Das heißt, gigantische Hungersnöte? Das wären ja Katastrophen, die Andreas Ernst lieber umschifft. „Der Homo Sapiens ist ein unglaublich brillantes Erfolgsmodell. Jetzt müssen wir aber selber aufpassen, dass wir uns nicht zu Tode siegen. Der ständige Fortschritt beflügelt, er benebelt aber auch. Die meisten Leute, besonders in der Wirtschaft, scheinen davon auszugehen, dass es einfach immer so weitergeht. Ich kann mir das nicht vorstellen. Der Klimawandel ist eine Tatsache. Und er schlägt in den äquatorialen Gegenden am härtesten zu, das ist jetzt schon absehbar.
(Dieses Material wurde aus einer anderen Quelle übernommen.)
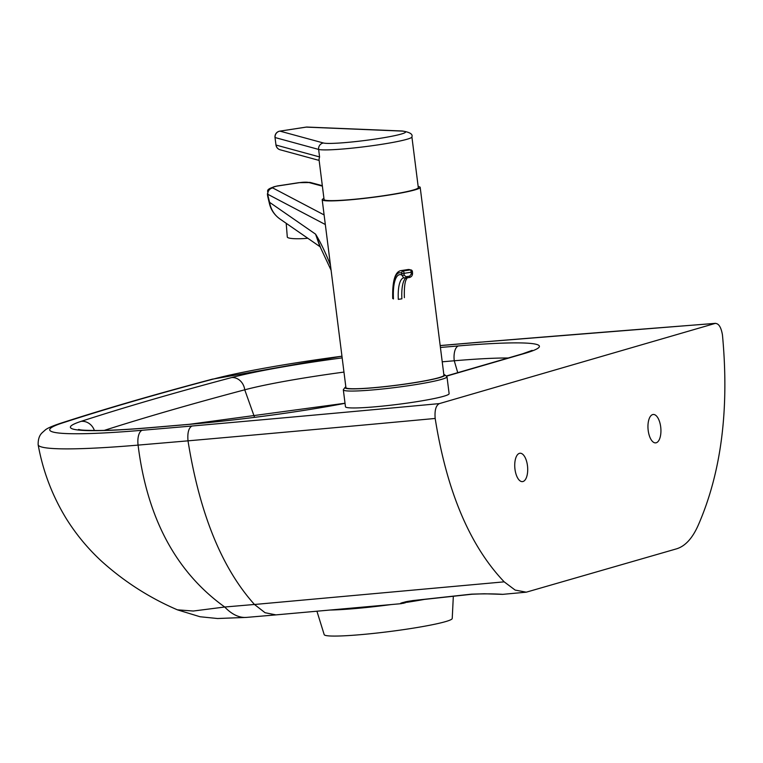 <?xml version="1.0" encoding="UTF-8"?>
<svg xmlns="http://www.w3.org/2000/svg" width="763" height="763" viewBox="0 0 763 763"><rect width="100%" height="100%" fill="white"/><g stroke="black" fill="none" stroke-linecap="round" stroke-linejoin="round"><path stroke-width="1.14" d="M503.628 594.282L502.75 594.348A3.796 3.395 87 0 1 502.626 594.358L502.626 594.358A3.796 3.395 87 0 1 502.464 594.367M502.75 594.348C494.987 593.795 484.572 593.728 471.505 594.148L412.564 600.605C401.033 602.799 397.895 603.705 403.16 603.314A3.796 3.386 -102.9 0 0 403.579 603.247L403.579 603.247A3.796 3.386 -102.9 0 0 405.515 601.873M412.459 600.7L401.233 603.667M440.175 345.61L480.099 342.196A5998.067 481.043 172.8 0 1 714.941 323.436C718.584 323.178 721.083 326.993 722.447 334.881C729.418 409.006 721.321 472.516 698.145 525.421C692.375 538.382 685.184 546.184 676.581 548.826L526.27 592.183L515.139 590.076L504.19 581.845L254.48 604.487L265.038 612.708L275.948 614.883M514.977 469.255A14.249 6.4 -94.9 0 1 520.004 453.241A14.249 6.4 -94.9 0 1 527.595 466.889A14.249 6.4 -94.9 0 1 522.426 481.625A14.249 6.4 -94.9 0 1 514.977 469.255M648.197 430.494A14.249 6.4 -94.9 0 1 653.233 414.481A14.249 6.4 -94.9 0 1 660.825 428.129A14.249 6.4 -94.9 0 1 655.655 442.874A14.249 6.4 -94.9 0 1 648.197 430.494M508.196 358A132.962 10.663 -7.2 0 0 501.472 358.038A132.962 10.663 -7.2 0 0 454.262 360.775L442.225 361.805M343.96 372.086A132.962 10.663 -7.2 0 0 244.742 389.807A2445.634 196.139 -7.2 0 0 104.264 430.389M480.099 342.196L715.494 323.331L439.364 403.608A5998.067 481.043 172.8 0 1 191.999 426.021C188.661 427.814 187.336 432.764 188.003 440.842A6011.362 482.102 -7.2 0 0 435.177 418.458C434.519 410.36 435.911 405.411 439.364 403.608M316.941 611.249L324.199 634.654A64.531 5.179 -7.2 0 0 388.853 631.63A64.531 5.179 -7.2 0 0 452.23 618.478L453.327 596.313M191.999 426.021L142.252 430.265A167.154 13.41 172.8 0 1 61.984 423.112A13.295 12.218 -108 0 0 59.533 423.608C51.874 426.221 47.115 428.348 45.246 429.989L41.917 432.945C41.917 433.25 37.959 435.74 38.15 444.715A180.459 14.468 -7.2 0 0 38.16 444.781A180.459 14.468 -7.2 0 0 138.084 445.106L188.003 440.842C199.648 513.613 221.814 568.149 254.47 604.468L224.723 607.014A94.974 42.68 85.1 0 0 246.621 617.391A94.974 42.68 85.1 0 0 246.754 617.381M142.252 430.265A13.295 5.98 85.1 0 0 138.084 445.106C147.135 518.096 176.015 572.059 224.723 607.014L193.268 611.029L177.378 609.818C149.481 597.839 124.159 581.606 101.469 561.139C87.859 548.559 76.138 534.405 66.305 518.678C52.323 495.816 42.938 471.191 38.16 444.781M504.19 581.845C469.77 545.698 446.765 491.238 435.177 418.458M480.642 342.101L440.175 345.553M443.828 374.461A50.339 4.034 172.8 0 1 444.657 374.814A50.339 4.034 172.8 0 1 410.999 383.255A50.339 4.034 172.8 0 1 345.105 387.394A50.339 4.034 172.8 0 1 345.83 386.841M345.105 387.394L343.464 389.492A52.237 4.187 -7.2 0 0 343.331 389.845A52.237 4.187 -7.2 0 0 411.848 385.21A52.237 4.187 -7.2 0 0 446.984 376.76A52.237 4.187 -7.2 0 0 446.775 376.445L444.657 374.814M446.984 376.76L449.121 393.66A52.237 4.187 172.8 0 1 413.985 402.111A52.237 4.187 172.8 0 1 345.467 406.755L343.331 389.845M418.172 186.544A49.385 3.958 172.8 0 1 420.194 187.383L443.923 375.234A49.385 3.958 172.8 0 1 410.694 383.226A49.385 3.958 172.8 0 1 345.925 387.614L322.196 199.763A49.385 3.958 172.8 0 1 323.941 198.447M420.194 187.383A49.385 3.958 172.8 0 1 386.965 195.376A49.385 3.958 172.8 0 1 322.196 199.763M411.896 136.901L418.305 187.622A47.487 3.805 172.8 0 1 371.667 197.359A47.487 3.805 172.8 0 1 324.075 199.524L319.001 159.314L319.573 156.93L318.629 149.424A47.487 3.805 -7.2 0 0 369.769 146.048A47.487 3.805 -7.2 0 0 411.896 136.901C413.002 134.145 409.798 132.18 402.292 131.007A5.694 5.131 92.4 0 0 401.338 131.064A41.793 3.348 172.8 0 1 377.418 138.742A41.793 3.348 172.8 0 1 323.455 142.996A5.694 5.579 105.3 0 0 318.629 149.424L275.128 137.559A5.694 5.579 105.3 0 1 279.954 131.131L306.211 127.116A5.694 1.774 -98.7 0 0 306.058 127.116A5.694 1.774 -98.7 0 0 305.915 127.154M319.392 245.19L315.577 234.155L320.155 246.525M269.463 203.664C270.913 209.796 274.356 214.861 279.763 218.857L279.763 218.857C274.203 214.832 270.808 209.32 269.577 202.319A13.295 5.045 166.5 0 0 269.453 203.654A13.295 5.045 166.5 0 0 269.453 203.664A13.295 5.045 166.5 0 0 269.473 203.721M330.465 265.219C325.572 252.706 320.613 242.357 315.577 234.155L269.577 202.319L267.956 195.605A13.295 5.045 166.5 0 0 267.842 196.949L269.453 203.654M307.813 238.266A18.999 2.928 175.4 0 1 287.289 236.978L286.201 223.301M411.276 274.07L409.597 276.177A1.898 0.591 81.3 0 1 409.235 277.57C411.352 277.017 412.449 275.653 412.535 273.488L412.43 271.657A1.898 1.898 0 0 0 411.305 270.016A1.898 1.774 113.8 0 1 412.325 271.485A1.898 0.544 176.9 0 1 412.43 271.657A1.898 0.544 176.9 0 1 411.181 272.238L411.276 274.07A1.898 0.544 -3.1 0 0 412.535 273.488A1.898 0.544 -3.1 0 0 412.421 273.316M393.45 298.953A33.067 10.291 -98.7 0 1 401.71 274.957A1.898 0.544 -3.1 0 0 404.142 275.166L404.047 273.335A1.898 0.544 176.9 0 1 401.615 273.125L401.71 274.957L403.751 277.885L405.554 278.104A1.898 0.591 -98.7 0 0 405.668 278.114A1.898 0.591 -98.7 0 0 406.021 276.721L404.142 275.166M471.505 594.148A3.796 1.717 83.6 0 0 471.963 594.234L471.963 594.234A3.796 1.717 83.6 0 0 471.973 594.234L484.238 593.776L502.626 594.358L526.27 592.183M412.564 600.605A3.796 1.717 84 0 0 412.936 600.653L471.963 594.234M404.857 602.913A3.796 3.376 -106.2 0 0 406.584 601.625M345.029 403.245L189.186 424.323A13.295 5.98 85.1 0 0 188.652 424.419A146.267 11.731 -7.2 0 0 345.038 403.312M446.441 376.178L524.505 353.469A13.295 11.826 -106.2 0 0 522.455 353.851L446.231 376.025M189.186 424.323L151.932 427.499A13.295 5.98 85.1 0 0 151.408 427.604L188.652 424.419M524.505 353.469A146.267 11.731 -7.2 0 0 458.429 345.935A13.295 5.98 85.1 0 0 454.262 360.775L457.743 372.678M94.393 430.513A13.295 12.218 -108 0 0 81.174 421.338A146.267 11.731 -7.2 0 0 151.408 427.604M458.429 345.935L440.413 347.47M254.556 417.323L244.742 389.807A13.295 11.388 -104.9 0 0 231.685 377.551A2458.93 197.207 -7.2 0 0 81.174 421.338M342.167 357.876A146.267 11.731 -7.2 0 0 231.685 377.551M61.984 423.112A2479.826 198.876 172.8 0 1 213.764 378.953A167.154 13.41 172.8 0 1 341.958 356.207M330.446 610.038A69.299 5.56 -7.2 0 0 390.999 604.592M406.879 602.322A69.299 5.56 -7.2 0 0 423.894 599.499M213.764 378.953A13.295 11.388 -104.9 0 0 212.019 379.249L341.948 356.168M279.639 131.188A5.694 1.774 81.3 0 1 279.811 131.141A5.694 1.774 81.3 0 1 279.954 131.131L323.455 142.996M402.292 131.007L307.155 127.059A5.694 5.131 92.4 0 0 306.211 127.116L401.338 131.064M307.155 127.059A5.694 5.694 0 0 0 306.058 127.116L279.811 131.141A5.694 5.694 0 0 0 275.014 137.483L275.968 144.999A5.694 5.694 0 0 0 280.116 149.777A5.694 5.579 -74.7 0 1 276.082 145.075L319.573 156.93M324.113 214.928L272.763 187.946A7.601 1.221 174.3 0 1 277.579 186.01L299.182 182.7A7.601 1.221 174.3 0 1 308.586 182.452A5.694 5.179 -75 0 1 310.617 182.548L298.867 182.662L277.274 185.972C263.073 189.729 269.32 191.265 267.403 193.831A13.295 2.136 -5.7 0 0 267.832 194.298L325.324 224.522M308.586 182.452L322.387 186.143M267.403 193.831L267.536 195.137A13.295 2.136 174.3 0 0 267.956 195.605L267.832 194.298A5.694 5.465 117.7 0 1 272.763 187.946M403.799 277.856L409.235 277.57A1.898 0.591 81.3 0 1 409.121 277.551L405.773 278.066M409.597 276.177L406.021 276.721M408.043 269.539A37.034 11.531 81.3 0 1 410.37 269.902L403.226 270.989A37.034 11.531 -98.7 0 0 400.909 270.627L408.043 269.539L411.305 270.016A1.898 1.774 113.8 0 0 410.37 269.902A1.898 0.591 81.3 0 1 411.181 272.238L404.047 273.335A1.898 0.591 -98.7 0 0 403.226 270.989A1.898 1.774 113.8 0 0 401.615 273.125A35.136 10.94 81.3 0 0 392.821 298.61M405.725 278.104A29.271 9.108 -98.7 0 0 401.882 298.819L398.315 299.373A29.271 9.108 81.3 0 1 403.703 277.866M403.017 602.408L402.473 602.827C404.314 602.322 404.152 601.721 412.936 600.653M401.214 603.667L275.815 614.892M532.164 350.379L522.455 353.851M151.932 427.499C129.939 429.369 112.008 430.37 98.15 430.504C77.158 430.408 80.725 429.559 78.475 429.474L78.484 429.474M177.407 609.837L200.059 616.752L217.56 618.516L246.621 617.391L275.758 614.902M59.533 423.608C103.234 409.416 154.069 394.624 212.019 379.249M275.968 144.999L275.014 137.483M280.116 149.777L319.134 160.421M331.094 270.245L319.373 245.152M322.329 185.686L310.617 182.548M320.412 246.983L279.773 218.857M267.536 195.137A13.295 13.295 0 0 0 267.842 196.949M407.509 277.265L405.849 280.298C405.687 280.765 403.951 284.675 404.38 297.656M400.909 270.627C395.043 271.723 392.316 280.994 392.707 298.438"/></g></svg>

Klar, heiß ist es da jetzt auch, aber hinzukommen wird zunehmende Trockenheit, und wenn es mal regnet, dann gleich in so großen Mengen, dass der ausgedörrte Boden das nicht mehr aufnehmen kann. Die Fruchtbarkeit verschiebt sich immer mehr in Richtung der Pole. Was dann? Wenn in Russland zum Beispiel der Süden austrocknet, kann man die Anbauflächen ja nicht einfach nach Sibirien verlagern, dort tauen dann die Permafrostböden gerade erst auf, und das heißt Matsch, da können Sie nichts anbauen. Es könnte tatsächlich große Wanderungsbewegungen geben.“ Die gegenwärtigen Flüchtlingswellen haben überwiegend politische Ursachen – und sind wahrscheinlich bescheiden gegenüber dem, was noch kommen könnte, wenn Ernst recht hat.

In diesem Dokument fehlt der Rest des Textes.